Our good work is not only from God, but through and with God too. Just as Jesus did the works of his Father, joined with his Father, and found it was the Father in him at work, so this is true of us also. Our work too, can share in the relationship Jesus had with the Father, and can be empowered by the Holy Spirit. Through baptism and the gift of the Spirit, we have life in Christ, and this includes work: again, we’ve been created in Christ Jesus to do good works of God’s purpose. Like Jesus, we find the Spirit is present in our lives to enable, sustain, direct, and correct our working. This why Paul describes us as synergoi, as “fellow-workers” of God (1 Cor. 3:9). This is no mere metaphor—Paul is naming the experience of the early Church. Like Jesus, they found God’s Spirit at work in them, sustaining, directing, and enabling their endeavours. And we too are called to learn what this means where we are, with our particular roles and responsibilities: to be harnessed in tandem with Jesus, and to learn from a good master (Mt 11: 28-30).

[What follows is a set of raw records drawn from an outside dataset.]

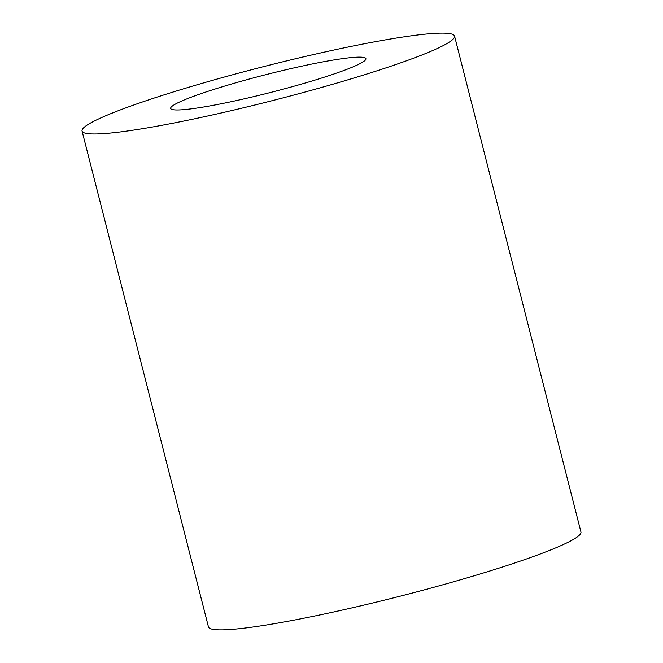 <?xml version="1.0" encoding="UTF-8"?>
<svg xmlns="http://www.w3.org/2000/svg" width="663" height="663" viewBox="0 0 663 663"><rect width="100%" height="100%" fill="white"/><g stroke="black" fill="none" stroke-linecap="round" stroke-linejoin="round"><path stroke-width="0.99" d="M337.624 59.355A100.726 9.199 -14.3 0 0 230.078 84.466A100.726 9.199 -14.3 0 0 170.698 108.425A100.726 9.199 -14.3 0 0 198.975 107.746A100.726 9.199 -14.3 0 0 306.521 82.635A100.726 9.199 -14.3 0 0 365.901 58.667A100.726 9.199 -14.3 0 0 337.624 59.355M136.014 129.724A192.204 17.561 -14.3 0 0 341.23 81.798A192.204 17.561 -14.3 0 0 454.545 36.075A192.204 17.561 -14.3 0 0 400.576 37.377A192.204 17.561 -14.3 0 0 195.361 85.303A192.204 17.561 -14.3 0 0 82.055 131.025A192.204 17.561 -14.3 0 0 136.014 129.724M82.055 131.025L208.455 626.925A192.204 17.561 -14.3 0 0 262.424 625.623A192.204 17.561 -14.3 0 0 467.639 577.697A192.204 17.561 -14.3 0 0 580.945 531.975L454.545 36.075"/></g></svg>
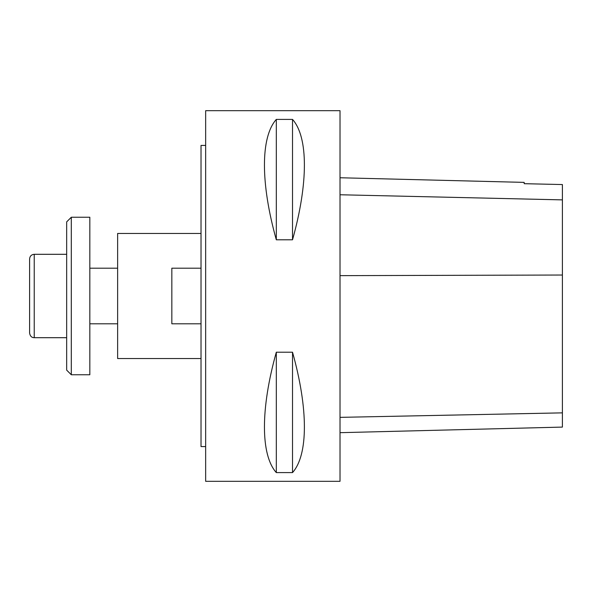 <?xml version="1.0" encoding="UTF-8"?>
<svg xmlns="http://www.w3.org/2000/svg" width="592" height="592" viewBox="0 0 592 592"><rect width="100%" height="100%" fill="white"/><g stroke="black" fill="none" stroke-linecap="round" stroke-linejoin="round"><path stroke-width="0.89" d="M340.015 481.318L340.015 110.682L205.653 110.682L205.653 481.318L340.015 481.318M276.309 119.406L292.522 119.406C308.351 137.092 308.351 183.335 292.522 239.79L276.309 239.79C260.487 183.335 260.487 137.092 276.309 119.406L276.309 239.79M276.309 352.21L292.522 352.21C308.351 408.665 308.351 454.908 292.522 472.594L276.309 472.594C260.487 454.908 260.487 408.665 276.309 352.21L276.309 472.594M340.015 432.678L562.4 427.091L562.4 184.556L524.179 183.69L524.179 182.38L340.015 177.755M292.522 352.21L292.522 472.594M292.522 119.406L292.522 239.79M205.653 446.575L201.021 446.575L201.021 145.425L205.653 145.425M201.021 358.545L117.63 358.545L117.63 233.455L201.021 233.455M201.021 323.802L171.835 323.802L171.835 268.198L201.021 268.198M71.299 374.758L66.667 370.126L66.667 221.874L71.299 217.242L71.299 374.758L89.829 374.758L89.829 217.242L71.299 217.242M29.6 310.201L29.6 258.933C29.874 256.121 31.42 254.575 34.232 254.301L34.232 337.699C31.657 337.647 30.111 336.108 29.6 333.067L29.6 310.201M562.4 412.861L340.015 417.36M562.4 275.028L340.015 275.643M562.4 199.881L340.015 194.761M34.232 337.699L66.667 337.699M34.232 254.301L66.667 254.301M89.829 323.802L117.63 323.802M89.829 268.198L117.63 268.198"/></g></svg>
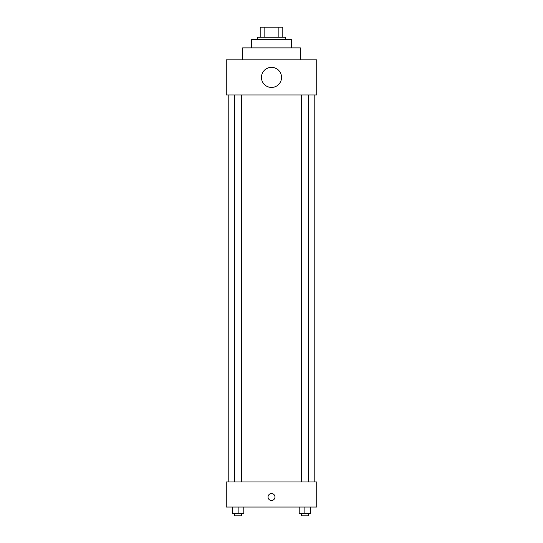 <?xml version="1.0" encoding="UTF-8"?>
<svg xmlns="http://www.w3.org/2000/svg" width="543" height="543" viewBox="0 0 543 543"><rect width="100%" height="100%" fill="white"/><g stroke="black" fill="none" stroke-linecap="round" stroke-linejoin="round"><path stroke-width="0.81" d="M264.129 37.202L264.129 27.15L260.192 27.15L260.192 37.202L260.192 27.15M264.129 27.15L282.808 27.15L282.808 37.202M278.871 37.202L278.871 27.15M257.681 39.714L257.681 37.202L285.319 37.202L285.319 39.714M251.402 47.879L251.402 39.714L291.598 39.714L291.598 47.879M242.606 59.811L242.606 47.879L300.394 47.879L300.394 59.811M226.275 59.811L316.725 59.811L316.725 94.991L226.275 94.991L226.275 59.811M261.448 77.405A10.052 10.052 0 0 0 276.523 86.106A10.052 10.052 0 0 0 276.523 68.696A10.052 10.052 0 0 0 261.448 77.405M228.786 481.933L228.786 94.991M301.399 94.991L301.399 481.933M234.664 481.933L234.664 94.991M226.275 481.933L316.725 481.933L316.725 507.053L226.275 507.053L226.275 481.933M271.5 500.463A3.455 3.455 0 0 1 268.507 495.277A3.455 3.455 0 0 1 274.493 495.277A3.455 3.455 0 0 1 271.5 500.463M299.213 507.053L299.213 513.339L310.521 513.339L310.521 507.053L310.521 513.339M304.867 513.339L304.867 507.053M308.336 513.339L308.336 515.85L301.399 515.85L301.399 513.339M232.479 507.053L232.479 513.339L243.787 513.339L243.787 507.053L243.787 513.339M238.133 513.339L238.133 507.053M241.601 513.339L241.601 515.85L234.664 515.85L234.664 513.339M314.214 481.933L314.214 94.991M308.336 94.991L308.336 481.933M241.601 481.933L241.601 94.991"/></g></svg>
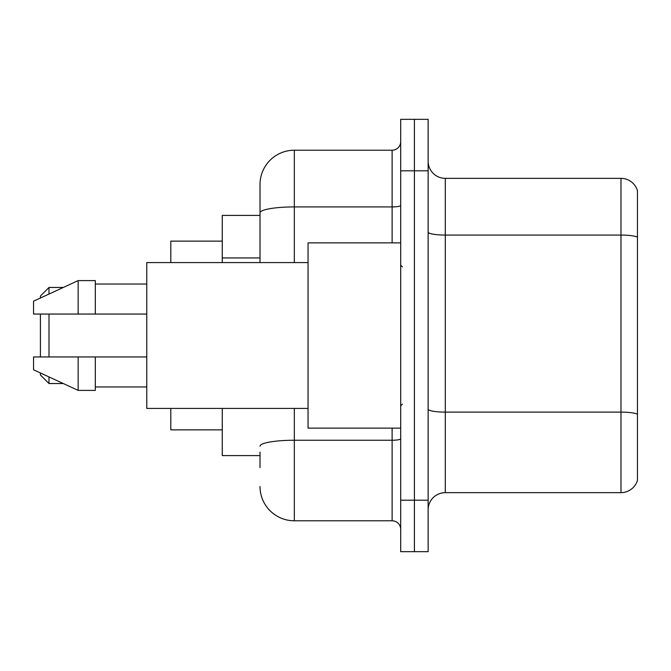 <?xml version="1.0" encoding="UTF-8"?>
<svg xmlns="http://www.w3.org/2000/svg" width="671" height="671" viewBox="0 0 671 671"><rect width="100%" height="100%" fill="white"/><g stroke="black" fill="none" stroke-linecap="round" stroke-linejoin="round"><path stroke-width="1.01" d="M260.012 245.93L260.012 203.397L260.012 215.408L222.269 215.408L222.269 262.587M260.012 455.592L222.269 455.592L222.269 408.413M260.012 467.603L260.012 452.162M400.696 500.197L400.696 551.671L414.418 551.671L414.418 500.197L414.418 551.671L428.14 551.671L428.14 500.197L414.418 500.197L414.418 170.803L414.418 500.197L400.696 500.197L400.696 170.803L414.418 170.803L414.418 119.329L414.418 170.803L428.14 170.803L428.14 500.197M428.14 170.803L428.14 119.329L400.696 119.329L400.696 170.803M294.326 408.413L294.326 520.788L392.116 520.788L392.116 428.14M260.012 262.587L260.012 184.525A34.313 34.313 0 0 1 294.326 150.212L392.116 150.212A8.58 8.58 0 0 0 400.696 141.631M260.012 184.525L260.012 203.397M400.696 529.369A8.58 8.58 0 0 0 392.116 520.788M294.326 520.788A34.313 34.313 0 0 1 260.012 486.475M428.14 509.809A17.152 17.152 0 0 1 445.301 492.648L620.977 492.648L620.977 178.352L445.301 178.352A17.152 17.152 0 0 1 428.14 161.191A17.152 17.152 0 0 0 445.301 178.352L445.301 492.648M637.45 190.698A17.152 17.152 0 0 0 620.977 178.352A17.152 17.152 0 0 1 637.45 190.698L637.45 480.302A17.152 17.152 0 0 1 620.977 492.648M40.411 314.053L40.411 356.947M40.411 372.984L40.411 374.963L48.991 383.535L63.284 383.535M48.991 314.053L48.991 356.947M48.991 376.943L48.991 383.535M170.803 408.413L170.803 429.859L222.269 429.859M222.269 241.141L170.803 241.141L170.803 262.587M40.411 298.016L40.411 296.037L48.991 287.465L48.991 294.057M400.696 242.86L308.048 242.86L308.048 428.14L400.696 428.14M308.048 262.587L146.781 262.587L146.781 408.413L308.048 408.413M78.155 314.053L33.55 314.053L33.55 301.187L78.155 280.604L78.155 314.053L146.781 314.053M78.155 280.604L95.316 280.604L95.316 314.053M146.781 356.947L95.316 356.947L95.316 390.396L78.155 390.396L78.155 356.947L33.55 356.947L33.55 369.813L78.155 390.396M33.55 356.947L44.907 356.947M95.316 356.947L78.155 356.947M260.012 257.941L222.269 257.941M400.696 438.759A8.58 1.493 0 0 1 392.116 440.243L294.326 440.243A34.313 5.955 180 0 0 260.012 446.207M294.326 150.212L294.326 206.92L392.116 206.92L392.116 150.212M260.012 212.883A34.313 5.955 180 0 1 294.326 206.92L294.326 262.587M392.116 242.86L392.116 206.92A8.58 1.493 0 0 0 400.696 205.435M637.45 237.198A17.152 2.978 180 0 0 620.977 235.06L445.301 235.06A17.152 2.978 0 0 1 428.14 232.082M637.45 414.259A17.152 2.978 180 0 0 620.977 412.111L445.301 412.111A17.152 2.978 -0 0 1 428.14 409.134M48.991 287.465L63.284 287.465M402.407 266.873L400.696 265.162M95.316 284.034L146.781 284.034M95.316 386.966L146.781 386.966M402.407 404.127L400.696 405.838"/></g></svg>

So what does it look like to learn such collaboration with God at work—in vision setting and planning, in delivery and execution, in relationships of collaboration and contract? How might I learn to work attentive to God’s priorities and the prompting of God’s Spirit, so that like Jesus I do nothing by myself, but am about God’s work? How do I need to learn to pray and abide in Scripture so that I might work more faithfully? All these questions have answers that the Church has faithfully learned and passed down. Each of us likewise need to take up the invitation to learn what it means to be God’s fellow-worker.
Our work is to be from God and through God. And it is for God: for his purposes, and for his glory. “Let your light shine before all men, that they may see your good works, and praise your Father in heaven,” says Jesus (Mt. 5:16). What is happening here? However much we might like the idea of shining away brightly, we can’t conclude Jesus is talking about job-satisfaction for the workers. Rather, he’s naming what results when women and men faithfully reflect God’s purposes, taking up the call to work and keep the garden: the world is lit up with God’s light as people see God’s work unfolding. Good work brings a blessing to all who see it, and leads others to praise of God Most High. Our work is not for us, but is for the life of the world, and the glory of God.